Directions |
With the line containing "Close-up. As it" as the final line, restate exactly every line of the data below from the first one onward, and copy no pictures.

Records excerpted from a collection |

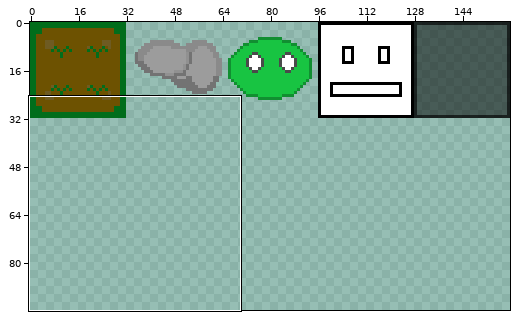
File history of a sprite sheet, assets/textures/test_tiles.png. The picture above shows the old version from afar; the outline marks the close-up.
Close-up. As it was:
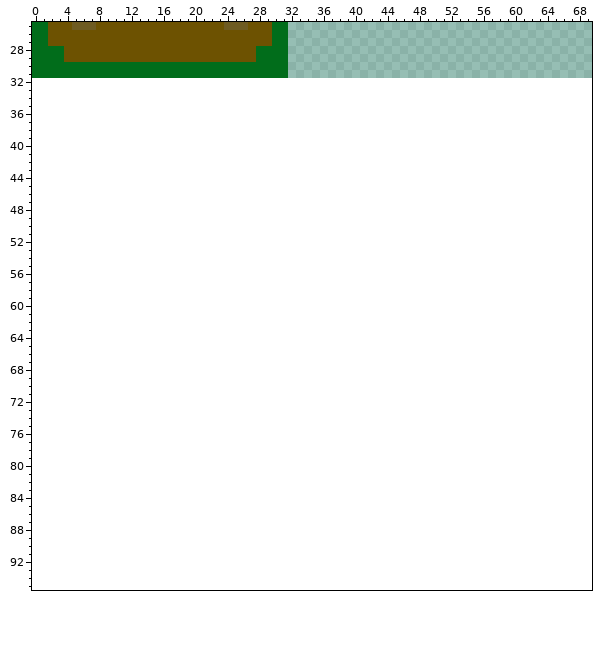
The file is 160x32 pixels. Colours within 5 levels of each other are drawn and written as one. Shown: x 0..69, y 25..95. The old version is drawn lined up with the new one, on the new canvas.
The result:
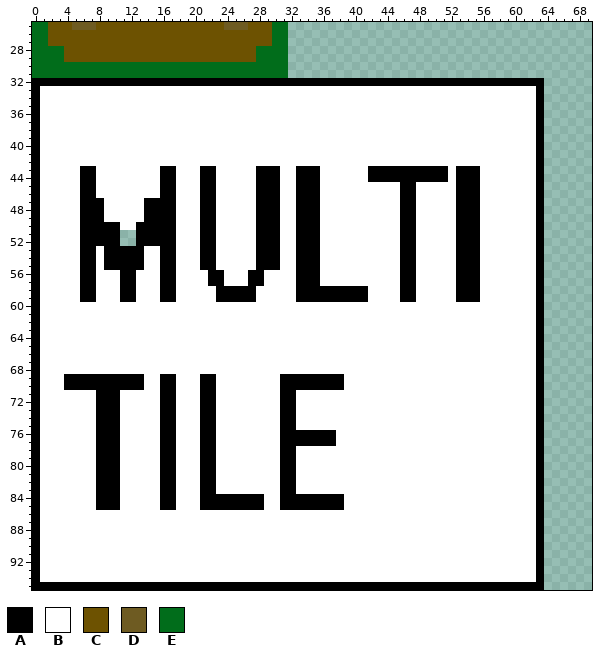
Palette (. is transparent): A #000000  B #ffffff  C #6d5201  D #6e5b22  E #016d1b
Difference:
canvas 160x32 -> 160x96
y 32: x 0..63 ................................................................ -> AAAAAAAAAAAAAAAAAAAAAAAAAAAAAAAAAAAAAAAAAAAAAAAAAAAAAAAAAAAAAAAA
y 33..42: x 0..63 ................................................................ -> ABBBBBBBBBBBBBBBBBBBBBBBBBBBBBBBBBBBBBBBBBBBBBBBBBBBBBBBBBBBBBBA
y 43..44: x 0..63 ................................................................ -> ABBBBBAABBBBBBBBAABBBAABBBBBAAABBAAABBBBBBAAAAAAAAAABAAABBBBBBBA
y 45..46: x 0..63 ................................................................ -> ABBBBBAABBBBBBBBAABBBAABBBBBAAABBAAABBBBBBBBBBAABBBBBAAABBBBBBBA
y 47..49: x 0..63 ................................................................ -> ABBBBBAAABBBBBAAAABBBAABBBBBAAABBAAABBBBBBBBBBAABBBBBAAABBBBBBBA
y 50: x 0..63 ................................................................ -> ABBBBBAAAAABBAAAAABBBAABBBBBAAABBAAABBBBBBBBBBAABBBBBAAABBBBBBBA
y 51..52: x 0..10 ........... -> ABBBBBAAAAA; x 13..63 ................................................... -> AAAAABBBAABBBBBAAABBAAABBBBBBBBBBAABBBBBAAABBBBBBBA
y 53..55: x 0..63 ................................................................ -> ABBBBBAABAAAAABBAABBBAABBBBBAAABBAAABBBBBBBBBBAABBBBBAAABBBBBBBA
y 56..57: x 0..63 ................................................................ -> ABBBBBAABBBAABBBAABBBBAABBBAABBBBAAABBBBBBBBBBAABBBBBAAABBBBBBBA
y 58..59: x 0..63 ................................................................ -> ABBBBBAABBBAABBBAABBBBBAAAAABBBBBAAAAAAAAABBBBAABBBBBAAABBBBBBBA
y 60..68: x 0..63 ................................................................ -> ABBBBBBBBBBBBBBBBBBBBBBBBBBBBBBBBBBBBBBBBBBBBBBBBBBBBBBBBBBBBBBA
y 69..70: x 0..63 ................................................................ -> ABBBAAAAAAAAAABBAABBBAABBBBBBBBAAAAAAAABBBBBBBBBBBBBBBBBBBBBBBBA
y 71..75: x 0..63 ................................................................ -> ABBBBBBBAAABBBBBAABBBAABBBBBBBBAABBBBBBBBBBBBBBBBBBBBBBBBBBBBBBA
y 76..77: x 0..63 ................................................................ -> ABBBBBBBAAABBBBBAABBBAABBBBBBBBAAAAAAABBBBBBBBBBBBBBBBBBBBBBBBBA
y 78..83: x 0..63 ................................................................ -> ABBBBBBBAAABBBBBAABBBAABBBBBBBBAABBBBBBBBBBBBBBBBBBBBBBBBBBBBBBA
y 84..85: x 0..63 ................................................................ -> ABBBBBBBAAABBBBBAABBBAAAAAAAABBAAAAAAAABBBBBBBBBBBBBBBBBBBBBBBBA
y 86..94: x 0..63 ................................................................ -> ABBBBBBBBBBBBBBBBBBBBBBBBBBBBBBBBBBBBBBBBBBBBBBBBBBBBBBBBBBBBBBA
y 95: x 0..63 ................................................................ -> AAAAAAAAAAAAAAAAAAAAAAAAAAAAAAAAAAAAAAAAAAAAAAAAAAAAAAAAAAAAAAAA
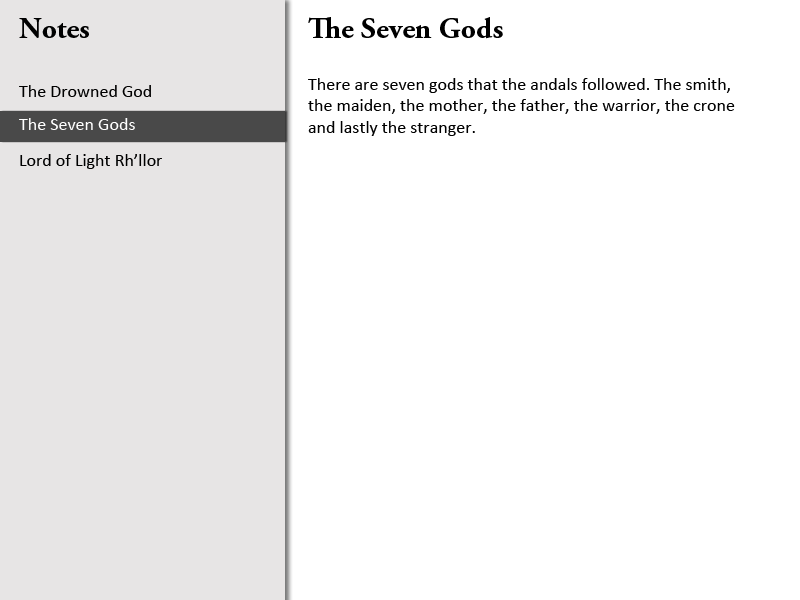
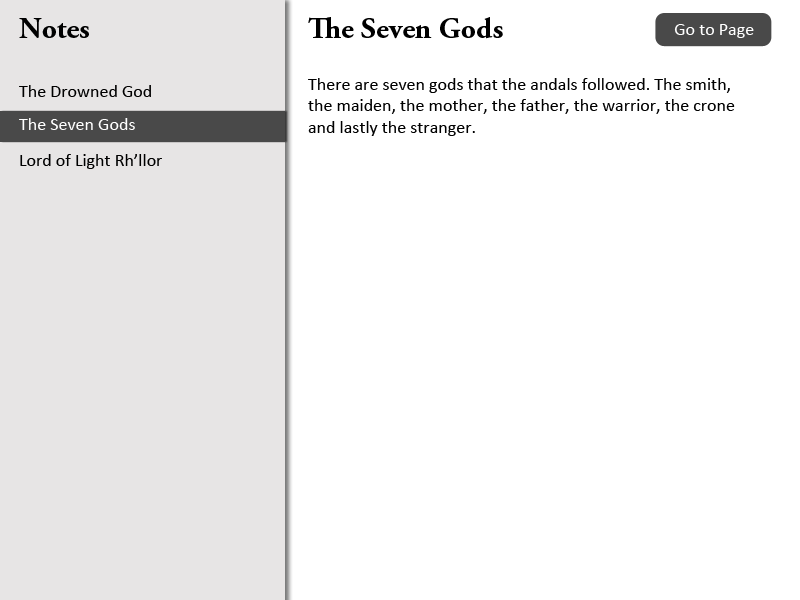
Two versions of the same layered image (800 × 600). Layer-by-layer changes:
added layer "Go to Page" above "Shape 3" over bbox(674, 24, 754, 38)
added layer "Shape 3" above "Lord of Light Rh’llor" over bbox(655, 13, 772, 47)
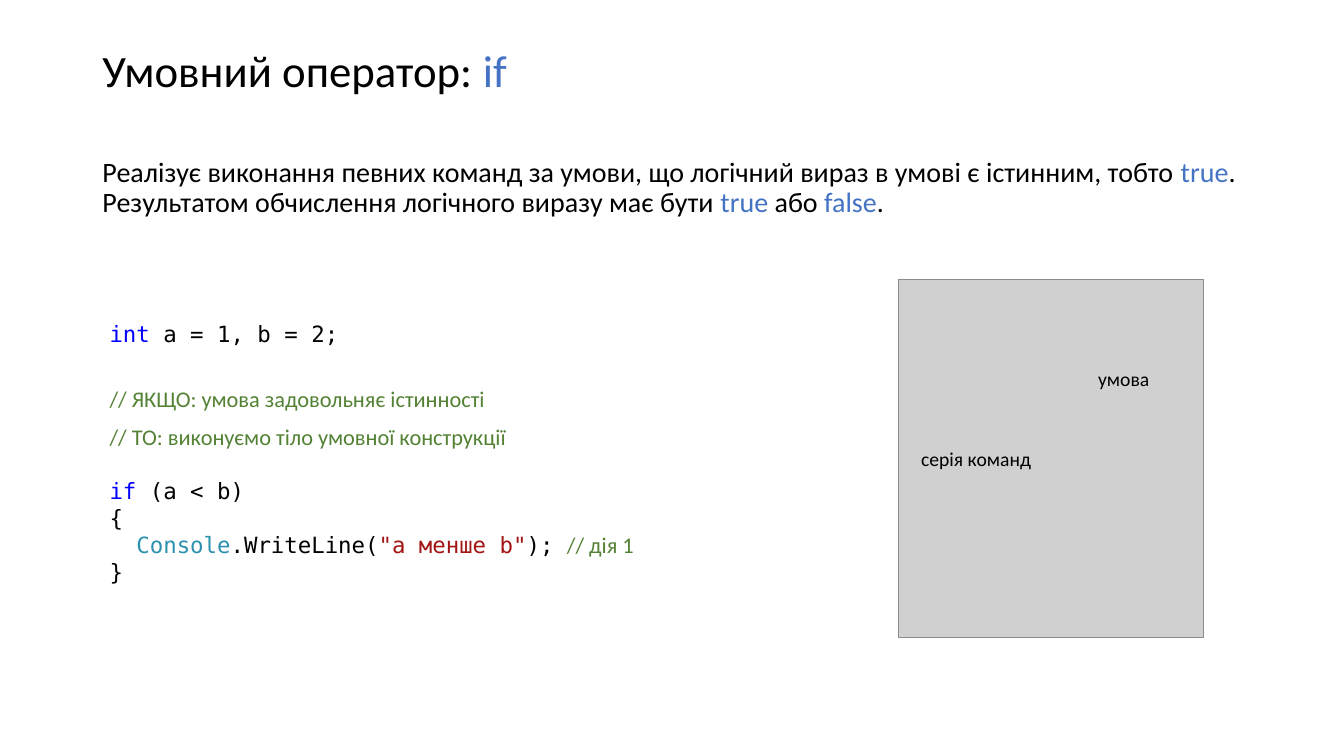
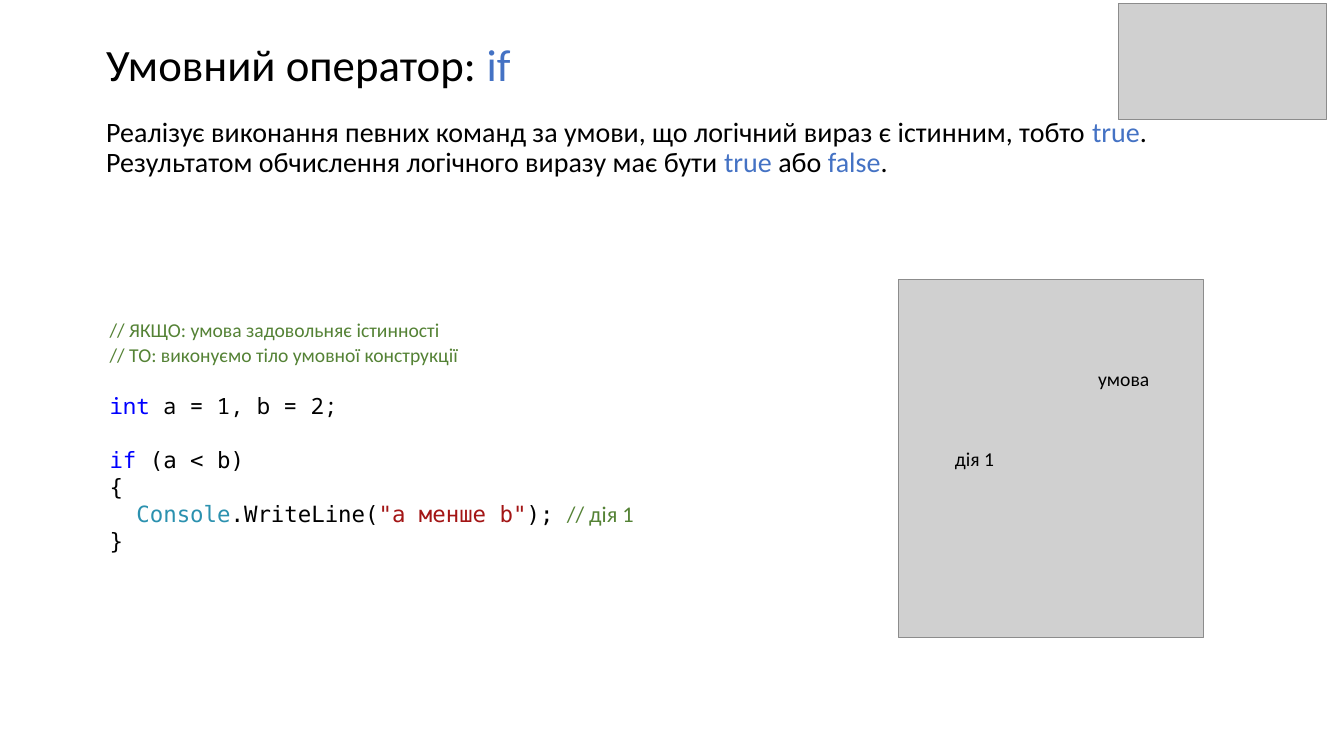
Before and after one commit to IT-Academy2020/Lesson_003_Conditions, a slide deck: slide 5 of Lesson3.pptx (slide 4 before the commit). Drawn at 1344x756 pixels with LibreOffice and Linux fonts; fonts in the diff are those of the drawing; grey boxes stand for pictures. Boxes give left, top, right and bottom in pixels: in the first picture for what was removed or moved away, otherwise in the second. Text is boxed around its words. In the diff, an @@ line names an element or a change of style, - is before the commit and + after.

```diff
--- a/Lesson3.pptx
+++ b/Lesson3.pptx
@@ picture added at (x1=1118, y1=3, x2=1327, y2=120) @@
@@ title "Умовний оператор: if" moved from (x1=102, y1=56, x2=507, y2=95) to (x1=106, y1=50, x2=511, y2=89) @@
@@ text at (x1=106, y1=119, x2=1147, y2=177): text changed @@
-Реалізує виконання певних команд за умови, що логічний вираз в умові є істинним, тобто true. Результатом обчислення логічного виразу має бути true або false.
+Реалізує виконання певних команд за умови, що логічний вираз є істинним, тобто true. Результатом обчислення логічного виразу має бути true або false.
@@ text at (x1=110, y1=325, x2=338, y2=345): paragraph removed @@
-int a = 1, b = 2;
@@ text at (x1=129, y1=323, x2=458, y2=366): size 16 to 14 pt in "// ЯКЩО: умова задовольняє істинності", "// ТО: виконуємо тіло умовної конструкції"; less space between paragraphs @@
@@ text at (x1=110, y1=397, x2=338, y2=417): paragraph added @@
+int a = 1, b = 2;
@@ text at (x1=955, y1=452, x2=994, y2=470): text changed @@
-серія команд
+дія 1
```
Also in this commit, not shown: 7 other slides changed, 2 slides added.
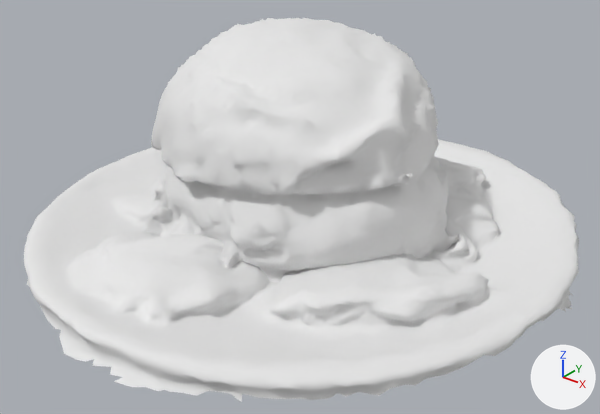
Renders of the OBJ model app/src/main/assets/models/chickenBurger/chickenBurger_obj.obj from each side of a commit.
Both versions are drawn from a 50 mm lens placed at (0.267, -0.334, 0.214), pointed at (0.011, -0.014, 0.016). Lighting does not change. The marker at lower right points along +X, +Y and +Z. Where no turn or scale is listed for an object, it has been applied to the vertices. Vertices at the same position are counted once.

Before the edit, the objects in view are built like this:
```python
me_edit_poly_001 = bpy.data.meshes.new('Edit_poly.001')
me_edit_poly_001.from_pydata(...)  # 6768 vertices, 13331 faces; spans x -0.143..0.156, y -0.16..0.148, z -0.012..0.018
me_edit_poly_001.materials.append(mat_poly_0_001)  # white #e7e7e7
me_model_model_001 = bpy.data.meshes.new('Model_Model.001')
me_model_model_001.from_pydata(...)  # 10154 vertices, 14898 faces, 3 loose edges; spans x -0.102..0.109, y -0.097..0.114, z -0.037..0.107
me_model_model_001.materials.append(mat_material0_001)  # white #e7e7e7
ob_edit_poly_001 = bpy.data.objects.new('Edit_poly.001', me_edit_poly_001)
ob_edit_poly_001.location = (0.0, 0.0, 0.0)
ob_model_model_001 = bpy.data.objects.new('Model_Model.001', me_model_model_001)
ob_model_model_001.location = (0.0, 0.0, 0.0)
```
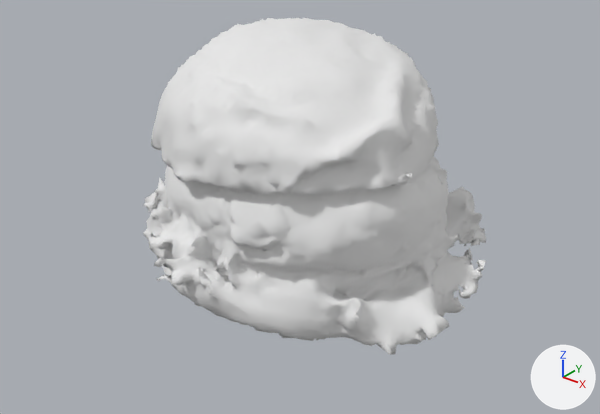
Location of each change, (x1, y1, x2, y2) in pixels of the pictures (600 x 414 px):
'Edit_poly.001', deleted
    before: (24, 139, 579, 402)

The edits, one by one:
me_model_model_001 has 10154 vertices, 14898 faces, 3 loose edges and spans x -0.102..0.109, y -0.097..0.114, z -0.037..0.107.
me_model_model_001 is used by ob_model_model_001.
me_model_model_001 part 1: its shading normals changed.
Object 'Edit_poly.001' (ob_edit_poly_001) is deleted.

Exercise response |
File history of a sprite sheet, assets/textures/test_tiles.png. The picture above shows the old version from afar; the outline marks the close-up.
Close-up. As it was:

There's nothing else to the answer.